(Stored records)
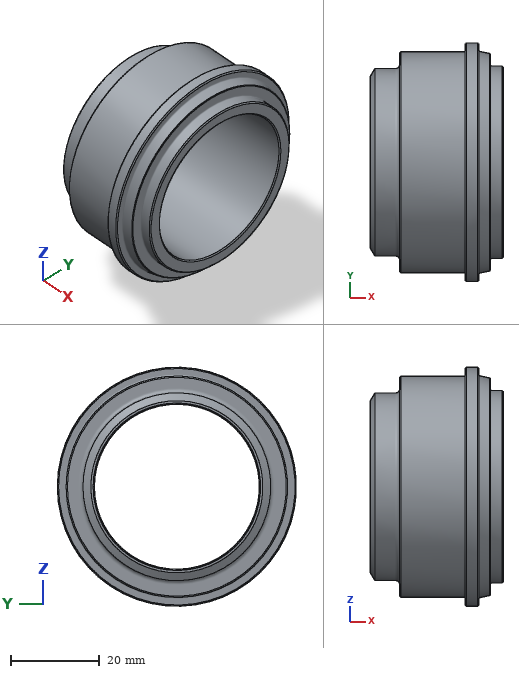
import cadquery as cq
import math

total_length = 30.0
body_start = 6.65
flange_start = 21.45
flange_end = 24.5
taper_end = 27.1

bore_radius = 37.2 / 2
neck_radius = 42.4 / 2
body_radius = 50.0 / 2
flange_radius = 54 / 2
spigot_radius = 43.5 / 2

taper_base_radius = body_radius + 0.1
taper_angle = math.radians(12)
taper_tip_radius = taper_base_radius - (taper_end - flange_end) * math.tan(taper_angle)

neck_chamfer_length = 1.0
neck_chamfer_depth = neck_chamfer_length * math.tan(math.radians(60))
neck_fillet = 0.95
edge_break = 0.3
small_fillet = 0.3
bore_chamfer = 0.3
taper_tip_break = 0.15


def ring_blank():
    """Stepped ring revolved about the X axis, with sharp steps and a tapered collar."""
    outline = [
        (0, bore_radius),
        (0, neck_radius - neck_chamfer_depth),
        (neck_chamfer_length, neck_radius),
        (body_start, neck_radius),
        (body_start, body_radius),
        (flange_start, body_radius),
        (flange_start, flange_radius),
        (flange_end, flange_radius),
        (flange_end, taper_base_radius),
        (taper_end, taper_tip_radius),
        (taper_end, spigot_radius),
        (total_length, spigot_radius),
        (total_length, bore_radius),
    ]
    return cq.Workplane("XY").polyline(outline).close().revolve(360, (0, 0, 0), (1, 0, 0))


def circle_at(x, radius):
    """Selector for the circular edge at station x with the given radius."""
    tolerance = 0.005
    low = (x - tolerance, -radius - tolerance, -radius - tolerance)
    high = (x + tolerance, radius + tolerance, radius + tolerance)
    inner = radius - tolerance
    outside = cq.selectors.BoxSelector(low, high, boundingbox=True)
    inside = cq.selectors.BoxSelector(
        (low[0], -inner, -inner), (high[0], inner, inner), boundingbox=True
    )
    return outside - inside


ring = ring_blank()

inside_corners = [
    (body_start, neck_radius, neck_fillet),
    (flange_start, body_radius, small_fillet),
    (flange_end, taper_base_radius, small_fillet),
    (taper_end, spigot_radius, small_fillet),
]
for x, radius, fillet in inside_corners:
    ring = ring.edges(circle_at(x, radius)).fillet(fillet)

outer_edges = [
    (body_start, body_radius),
    (flange_start, flange_radius),
    (flange_end, flange_radius),
    (total_length, spigot_radius),
]
for x, radius in outer_edges:
    ring = ring.edges(circle_at(x, radius)).chamfer(edge_break)

ring = ring.edges(circle_at(taper_end, taper_tip_radius)).chamfer(taper_tip_break)

for x in (0, total_length):
    ring = ring.edges(circle_at(x, bore_radius)).chamfer(bore_chamfer)

result = ring
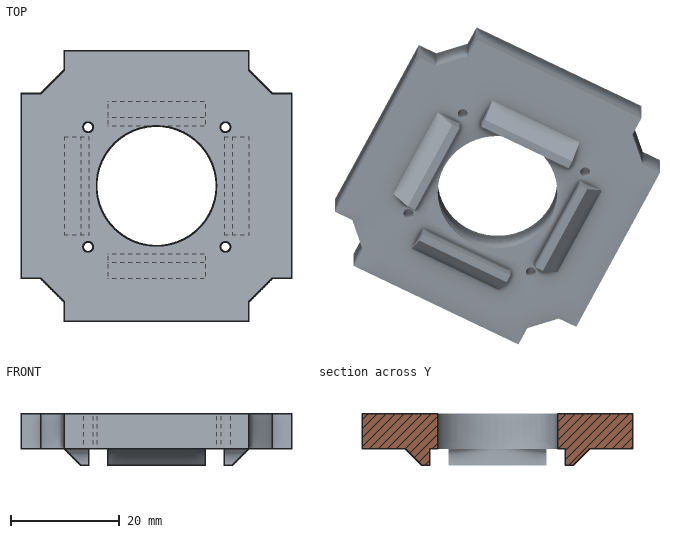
import cadquery as cq

plate_size = 49.8
plate_thickness = 6.5
edge_length = 34.0
notch_wall = 3.6

bore_diameter = 22.0
screw_hole_diameter = 1.8
screw_pitch_x = 25.25
screw_pitch_y = 22.0
screw_pattern_center = (0.05, -0.2)

clip_width = 18.0
clip_height = 3.0
clip_root = 4.5
clip_tip = clip_root - clip_height
clip_inner_x = 12.43
clip_inner_front = 12.5
clip_inner_back = 11.1


def make_plate():
    """Square plate with a notch with a slanted inner face at every corner."""
    half = plate_size / 2
    edge = edge_length / 2
    notch = half - notch_wall
    quarter = [(half, edge), (notch, edge), (edge, notch), (edge, half)]
    outline = []
    for _ in range(4):
        outline += quarter
        quarter = [(-y, x) for x, y in quarter]
    return cq.Workplane("XY").polyline(outline).close().extrude(plate_thickness)


def make_clip(inner_face, angle):
    """Wedge clip on the +X side, turned about Z to its place."""
    profile = [
        (inner_face, 0),
        (inner_face + clip_root, 0),
        (inner_face + clip_tip, -clip_height),
        (inner_face, -clip_height),
    ]
    clip = cq.Workplane("XZ").polyline(profile).close().extrude(clip_width / 2, both=True)
    return clip.rotate((0, 0, 0), (0, 0, 1), angle)


def cut_openings(body):
    """Central bore and four screw holes, all through the plate."""
    bore = cq.Workplane("XY").circle(bore_diameter / 2).extrude(plate_thickness)
    screw_holes = (
        cq.Workplane("XY")
        .center(*screw_pattern_center)
        .rarray(screw_pitch_x, screw_pitch_y, 2, 2)
        .circle(screw_hole_diameter / 2)
        .extrude(plate_thickness)
    )
    return body.cut(bore).cut(screw_holes)


result = cut_openings(make_plate())

clip_places = [
    (clip_inner_x, 0),
    (clip_inner_back, 90),
    (clip_inner_x, 180),
    (clip_inner_front, 270),
]
for inner_face, angle in clip_places:
    result = result.union(make_clip(inner_face, angle))
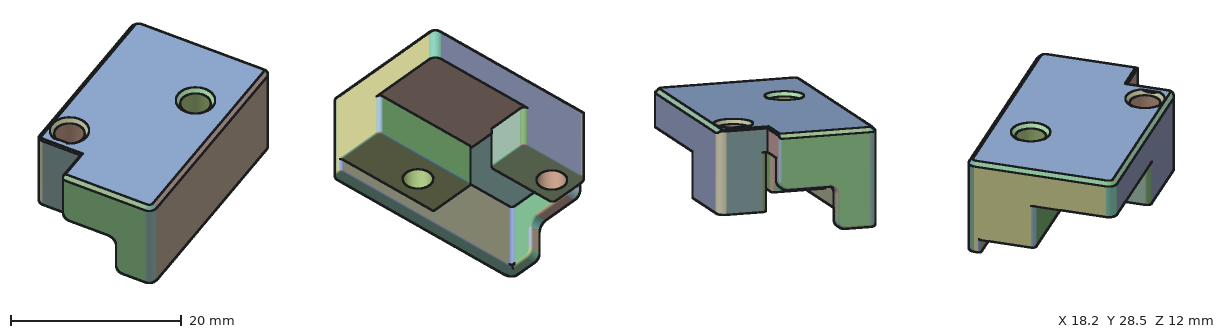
import cadquery as cq

width = 18.2
length = 28.5
height = 12.0
corner_radius = 1.0
top_chamfer = 0.5

notch_width = 6.05
notch_depth = 4.47
notch_chamfer = 0.2

front_ceiling = 8.95
back_ceiling = 7.38

plate_thickness = 1.6
plate_rounding = 0.3
plate_bottom = 5.22
leg_left = 13.17
wall_thickness = 1.8
wall_end_radius = 0.3
wall_corner_fillet = 0.43

boss_bottom = 1.7
left_boss_back = 14.48
left_boss_radius = 0.6
right_boss_left = 9.72
right_boss_radius = 0.5
bottom_rounding = 0.2
step_y = left_boss_back - left_boss_radius

hole_diameter = 3.6
countersink_depth = 0.5
left_hole = (2.88, 7.5)
right_hole = (13.2, 19.32)
left_countersink_front = 5.45


def block(x_min, x_max, y_min, y_max, z_min, z_max):
    """Plain box given by its limits along each axis."""
    size = (x_max - x_min, y_max - y_min, z_max - z_min)
    return cq.Workplane("XY").box(*size, centered=False).translate((x_min, y_min, z_min))


def round_corner(solid, x, y, radius):
    """Round the vertical edge that stands at (x, y)."""
    middle = solid.val().BoundingBox().center.z
    return solid.edges(cq.NearestToPointSelector((x, y, middle))).fillet(radius)


def make_envelope():
    """Outer shape: rounded, chamfered box with the notch taken out."""
    outer = (
        block(0, width, 0, length, 0, height)
        .edges("|Z").fillet(corner_radius)
        .faces(">Z").chamfer(top_chamfer)
    )
    notch = block(0, notch_width, 0, notch_depth, 0, height)
    notched = block(0, width, 0, length, 0, height).cut(notch)
    notched = round_corner(notched, 0, notch_depth, corner_radius)
    notched = notched.faces(">Z").chamfer(notch_chamfer)
    return outer.intersect(notched)


def make_roof():
    """Roof slab with its underside stepping down towards the back."""
    front = block(0, width, corner_radius, step_y, front_ceiling, height)
    back = block(0, width, step_y, length, back_ceiling, height)
    return front.union(back)


def make_left_boss():
    """Boss beside the notch, rounded on every corner and along its bottom."""
    boss = block(0, notch_width, notch_depth, left_boss_back, boss_bottom, height)
    boss = round_corner(boss, 0, notch_depth, corner_radius)
    for x, y in ((notch_width, notch_depth), (0, left_boss_back), (notch_width, left_boss_back)):
        boss = round_corner(boss, x, y, left_boss_radius)
    return boss.faces("<Z").edges().fillet(bottom_rounding)


def make_right_boss():
    """Boss in the back right corner, joined to the side wall."""
    boss = block(right_boss_left, width, step_y, length, boss_bottom, height)
    for y in (step_y, length):
        boss = round_corner(boss, right_boss_left, y, right_boss_radius)
    boss = round_corner(boss, width, length, corner_radius)
    return boss.faces("<Z").edges().fillet(bottom_rounding)


def make_front_plate():
    """Stepped plate with a leg on its right, all its free edges rounded."""
    outline = [
        (notch_width, height),
        (notch_width, plate_bottom),
        (leg_left, plate_bottom),
        (leg_left, 0),
        (width, 0),
        (width, height),
    ]
    plate = cq.Workplane("XZ").polyline(outline).close().extrude(-plate_thickness)
    for x, z in ((notch_width, plate_bottom), (leg_left, plate_bottom), (leg_left, 0)):
        step_edge = cq.NearestToPointSelector((x, plate_thickness / 2, z))
        plate = plate.edges(step_edge).fillet(corner_radius)
    plate = round_corner(plate, width, 0, corner_radius)
    for y in (0, plate_thickness):
        free_edge = cq.NearestToPointSelector((notch_width, y, (height + plate_bottom) / 2))
        plate = plate.edges(free_edge).fillet(plate_rounding)
    return plate


def make_side_wall():
    """Wall along the +X side, reaching down to the lowest face."""
    inner = width - wall_thickness
    wall = block(inner, width, corner_radius, length, 0, height)
    wall = round_corner(wall, width, length, corner_radius)
    wall = round_corner(wall, inner, length, wall_end_radius)
    return wall.faces("<Z").edges().fillet(bottom_rounding)


def make_wall_fillet():
    """Concave rounding where the side wall meets the back of the front plate."""
    x = width - wall_thickness
    y = plate_thickness
    web = block(x - wall_corner_fillet, x, y, y + wall_corner_fillet, bottom_rounding, height)
    hollow = (
        cq.Workplane("XY")
        .center(x - wall_corner_fillet, y + wall_corner_fillet)
        .circle(wall_corner_fillet)
        .extrude(height)
    )
    return web.cut(hollow)


def make_screw_hole(x, y):
    """Cutters for a through hole and for its countersink at the top face."""
    radius = hole_diameter / 2
    drill = cq.Workplane("XY").center(x, y).circle(radius).extrude(height)
    countersink = cq.Solid.makeCone(
        radius, radius + countersink_depth, countersink_depth,
        cq.Vector(x, y, height - countersink_depth),
    )
    return drill, cq.Workplane("XY").add(countersink)


pieces = [
    make_left_boss(),
    make_right_boss(),
    make_front_plate(),
    make_side_wall(),
    make_wall_fillet(),
]
body = make_roof()
for piece in pieces:
    body = body.union(piece)
body = body.intersect(make_envelope())

for hole in (left_hole, right_hole):
    drill, countersink = make_screw_hole(*hole)
    if hole == left_hole:
        countersink = countersink.intersect(block(0, width, left_countersink_front, length, 0, height))
    body = body.cut(drill).cut(countersink)

result = body
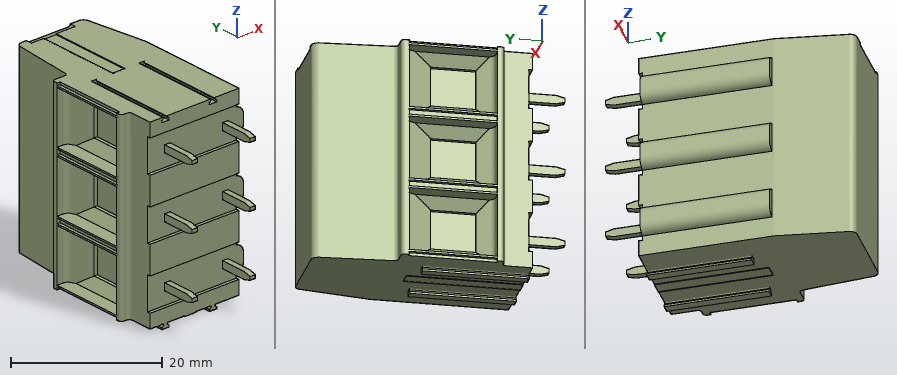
import cadquery as cq


total_depth = 18.4
total_length = 34.3
total_height = 31.2

pole_count = 3
pitch = 10.15
body_width = pole_count * pitch
body_length = 29.3
body_back = 17.1
foot_front = 1.5
entry_bottom = 4.08
entry_top = 17.97
neck_front_low = 2.68
neck_front_high = 3.6
shoulder_back = 18.65
neck_back_high = 15.33
entry_round = 0.5
top_round = 1.0

standoff = 0.5
recess_width = 5.5

bump_height = total_depth - body_back
bump_width = 4.25
bump_top = 18.3
bump_round = 1.47

pin_tip = body_length - total_length
pin_width = 0.93
pin_thickness = 1.2
pin_tip_thickness = 0.6
pin_taper = 1.15
first_pin_x = 5.0
pin_embed = 1.03

entry_low = 5.05
entry_high = 16.98
entry_height = 8.78
straight_depth = 2.25
funnel_depth = 3.35
entry_depth = 3.9
funnel_low = 7.25
funnel_high = 13.38
funnel_height = 5.52
mouth_low = 5.7
mouth_high = 15.75
mouth_round = 1.0

slit_height = 0.82
slit_depth = 0.5

rail_positions = (4.25, 12.6)
rail_length = 14.4
rail_height = total_height - body_width
rail_neck_width = 0.65
rail_head_width = 1.27
rail_root_round = 0.15
rail_flare_end = 0.48

strip_middle = 8.58
strip_width = 2.13
strip_depth = 0.15
rib_width = 2.0
rib_height = 0.1
rib_length = 15.78
notch_low = 28.25
notch_front = 5.3
notch_back = 13.0
notch_depth = 0.35
notch_round = 0.27

margin = 0.35

pole_centers = [pitch * (pole + 0.5) for pole in range(pole_count)]


def box(x_range, y_range, z_range):
    """Box between two limits along each axis."""
    size = [high - low for low, high in (x_range, y_range, z_range)]
    corner = (x_range[0], y_range[0], z_range[0])
    return cq.Workplane("XY").box(*size, centered=False).translate(corner)


def make_body():
    """Housing outline extruded across all poles, with its corners rounded."""
    outline = [
        (foot_front, 0),
        (body_back, 0),
        (body_back, shoulder_back),
        (neck_back_high, body_length),
        (neck_front_high, body_length),
        (neck_front_low, entry_top),
        (0, entry_top),
        (0, entry_bottom),
        (foot_front, entry_bottom),
    ]
    body = cq.Workplane("XY").polyline(outline).close().extrude(body_width)
    body = body.edges("|Z and >Y").fillet(top_round)
    entry_edges = cq.selectors.BoxSelector(
        (-margin, entry_bottom - margin, -margin),
        (neck_front_low + margin, entry_top + margin, body_width + margin),
    )
    return body.edges("|Z").edges(entry_edges).fillet(entry_round)


def make_bump(z_middle):
    """Ridge on the back wall with both outer corners widely rounded."""
    bump = box(
        (body_back - bump_height, body_back + bump_height),
        (standoff, bump_top),
        (z_middle - bump_width / 2, z_middle + bump_width / 2),
    )
    return bump.edges("|Y and >X").fillet(bump_round)


def make_pin(x_middle, z_middle):
    """Flat solder pin, tapered in Z at its tip."""
    half = pin_thickness / 2
    tip_half = pin_tip_thickness / 2
    taper_start = pin_tip + pin_taper
    outline = [
        (standoff + pin_embed, -half),
        (taper_start, -half),
        (pin_tip, -tip_half),
        (pin_tip, tip_half),
        (taper_start, half),
        (standoff + pin_embed, half),
    ]
    pin = cq.Workplane("YZ").polyline(outline).close().extrude(pin_width)
    return pin.translate((x_middle - pin_width / 2, 0, z_middle))


def make_entry(z_middle):
    """Wire entry: straight mouth that narrows on all four sides to a shallow square socket."""
    taper_depth = funnel_depth - straight_depth
    low_run = taper_depth * (mouth_low - entry_low) / (funnel_low - mouth_low)
    high_run = taper_depth * (entry_high - mouth_high) / (mouth_high - funnel_high)
    plan = [
        (-margin, entry_low),
        (straight_depth - low_run, entry_low),
        (funnel_depth, funnel_low),
        (funnel_depth, funnel_high),
        (straight_depth - high_run, entry_high),
        (-margin, entry_high),
    ]
    half = entry_height / 2
    floor_half = funnel_height / 2
    profile = [
        (-margin, -half),
        (straight_depth, -half),
        (funnel_depth, -floor_half),
        (funnel_depth, floor_half),
        (straight_depth, half),
        (-margin, half),
    ]
    plan_prism = cq.Workplane("XY").polyline(plan).close().extrude(half, both=True)
    mouth_edges = cq.selectors.BoxSelector(
        (0, 0, -half - margin),
        (straight_depth, body_length, half + margin),
    )
    plan_prism = plan_prism.edges("|Z").edges(mouth_edges).fillet(mouth_round)
    profile_prism = cq.Workplane("XZ").polyline(profile).close().extrude(-body_length)
    socket = box((funnel_depth, entry_depth), (funnel_low, funnel_high), (-floor_half, floor_half))
    return plan_prism.intersect(profile_prism).union(socket).translate((0, 0, z_middle))


def make_rail(x_middle, z_wall):
    """Rail hanging from a wall: rounded root, then sides sloping out to a wide head."""
    half_neck = rail_neck_width / 2
    half_head = rail_head_width / 2
    half_root = half_neck + rail_root_round
    outline = (
        cq.Workplane("XZ")
        .moveTo(-half_root, 0)
        .radiusArc((-half_neck, -rail_root_round), rail_root_round)
        .lineTo(-half_head, -rail_flare_end)
        .lineTo(-half_head, -rail_height)
        .lineTo(half_head, -rail_height)
        .lineTo(half_head, -rail_flare_end)
        .lineTo(half_neck, -rail_root_round)
        .radiusArc((half_root, 0), rail_root_round)
        .close()
    )
    return outline.extrude(-rail_length).translate((x_middle, 0, z_wall))


def make_notch():
    """Label notch at the top end of the upper wall, rounded where its sides meet its floor."""
    notch = box((notch_front, notch_back), (notch_low, body_length), (body_width - notch_depth, body_width))
    return notch.edges("|Y and <Z").fillet(notch_round)


result = make_body()

for z in pole_centers:
    recess_span = (z - recess_width / 2, z + recess_width / 2)
    result = result.cut(box((0, body_back), (0, standoff), recess_span))
    result = result.union(make_bump(z))
    result = result.cut(make_entry(z))
    for x in (first_pin_x, first_pin_x + pitch):
        result = result.union(make_pin(x, z))

for boundary in range(pole_count + 1):
    z = boundary * pitch
    slit_span = (z - slit_height / 2, z + slit_height / 2)
    result = result.cut(box((0, slit_depth), (entry_low, entry_high), slit_span))

for x in rail_positions:
    result = result.union(make_rail(x, 0))
    result = result.cut(make_rail(x, body_width))

strip_span = (strip_middle - strip_width / 2, strip_middle + strip_width / 2)
result = result.cut(box(strip_span, (rail_length, notch_low), (body_width - strip_depth, body_width)))
rib_span = (strip_middle - rib_width / 2, strip_middle + rib_width / 2)
result = result.union(box(rib_span, (0, rib_length), (-rib_height, 0)))
result = result.cut(make_notch())

▶ What to do
Could you repeat exactly the lines above from the line with "small_fillet = 0.3" up to and including the line with "high = (x +", and only those?

▶ Exercise response
small_fillet = 0.3
bore_chamfer = 0.3
taper_tip_break = 0.15


def ring_blank():
    """Stepped ring revolved about the X axis, with sharp steps and a tapered collar."""
    outline = [
        (0, bore_radius),
        (0, neck_radius - neck_chamfer_depth),
        (neck_chamfer_length, neck_radius),
        (body_start, neck_radius),
        (body_start, body_radius),
        (flange_start, body_radius),
        (flange_start, flange_radius),
        (flange_end, flange_radius),
        (flange_end, taper_base_radius),
        (taper_end, taper_tip_radius),
        (taper_end, spigot_radius),
        (total_length, spigot_radius),
        (total_length, bore_radius),
    ]
    return cq.Workplane("XY").polyline(outline).close().revolve(360, (0, 0, 0), (1, 0, 0))


def circle_at(x, radius):
    """Selector for the circular edge at station x with the given radius."""
    tolerance = 0.005
    low = (x - tolerance, -radius - tolerance, -radius - tolerance)
    high = (x + tolerance, radius + tolerance, radius + tolerance)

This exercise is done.